Wilms Tumor in Children with AMER1/WTX Germline Pathogenic Variants: A Multicenter Case Series.

Abstract

Background: 10-15% of children with Wilms tumor (WT) have predisposing genetic syndromes. Somatic mutations are frequently identified; however, germline pathogenic variants in AMER1 are much less prevalent and are associated with osteopathia striata with cranial sclerosis (OSCS).

Methods: A multicenter retrospective case series was conducted reviewing patients with AMER1 germline variants and WT from 2012 to 2023. Results were compared with published data from six other children.

Results: Four female children were identified. Age at WT diagnosis ranged from 5 months to 8 years. One patient had familial AMER1 germline variant. Stage of disease ranged from I to IV, and three children required adjuvant therapy. Nephrogenic rests were noted in two patients. Two patients underwent open partial nephrectomy, and two underwent open radical nephrectomy. One patient had mild kidney disease post-resection, and no patients had recurrence or died from disease progression.
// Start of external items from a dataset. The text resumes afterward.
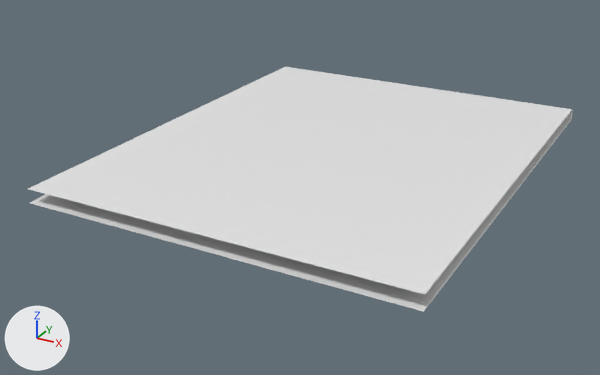
Two versions of the FBX model BabyBot/Assets/Quentin/Livre2.fbx, one commit apart.
The view is the same before and after, from a 50 mm camera at (1.114, -2.037, 0.989) aimed at (-0.071, 0.118, -0.088). Every picture has the same lights, and +X, +Y and +Z are marked at lower left. Where no turn or scale is listed for an object, it has been applied to the vertices.

Before the edit, the objects in view are built like this:
```python
me_mesh = bpy.data.meshes.new('Mesh')
me_mesh.from_pydata(...)  # 72 vertices, 140 faces; spans x -0.594..0.594, y -0.526..0.952, z 0.0..0.044
ob_box074 = bpy.data.objects.new('Box074', me_mesh)
ob_box074.location = (0.0, 0.0, 0.0)
```
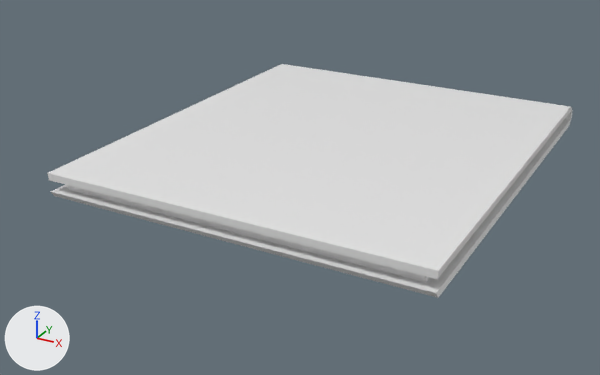
The newer file is also rescaled (x10.0) as a whole; pictures and numbers use the older file's frame.

Pixel boxes [x1, y1, x2, y2] of what changed, in the pictures (600 x 375 px; the box of a moved part takes in the faces that stretch with it):
'Box074', reshaped
    before: [28, 67, 573, 312]
    after: [47, 64, 573, 298]
part 1 of me_mesh, moved or reshaped
    before: [289, 67, 572, 110]
    after: [442, 107, 572, 273]
part 2 of me_mesh, moved or reshaped
    both: [440, 120, 571, 288]
part 3 of me_mesh, moved or reshaped
    before: [28, 67, 571, 295]
    after: [47, 64, 570, 279]
part 4 of me_mesh, moved or reshaped
    before: [30, 127, 566, 312]
    after: [51, 129, 567, 298]

What the commit changed:
me_mesh has 72 vertices, 140 faces and spans x -0.594..0.594, y -0.526..0.952, z 0.0..0.044.
me_mesh is used by ob_box074; location (0.0, 0.0, 0.0).
me_mesh part 1: all 2 vertices in x -0.594..0.594, y 0.936, z 0.044 are moved by (0.0, -0.026, 0.019).
me_mesh part 2: all 2 vertices in x -0.594..0.594, y 0.936, z 0.0 are moved by (0.0, -0.014, -0.015).
me_mesh part 3: all 2 vertices in x -0.594..0.594, y -0.526, z 0.044 are moved by (0.0, 0.082, 0.019).
me_mesh part 4: all 2 vertices in x -0.594..0.594, y -0.526, z 0.0 are moved by (0.0, 0.095, -0.015).

Conclusion: Our cohort of four patients, combined with the six patients with WT and AMER1 pathogenic variants previously reported, with 20% (two out of 10) collective incidence of bilateral tumors, support AMER1 as a WT predisposition gene warranting surveillance. Collectively, age of WT diagnosis ranged from 5 months to 12 years, which demonstrates potential for prolonged risk. Pathogenic AMER1 germline variants were previously thought to have 100% penetrance; however, one of four current cases did not exhibit an OSCS phenotype. We report the first documented case of a familial AMER1 germline variant and WT. We conclude that nephron-sparing surgery and familial genetic testing should be considered for children with AMER1 germline variants and WT.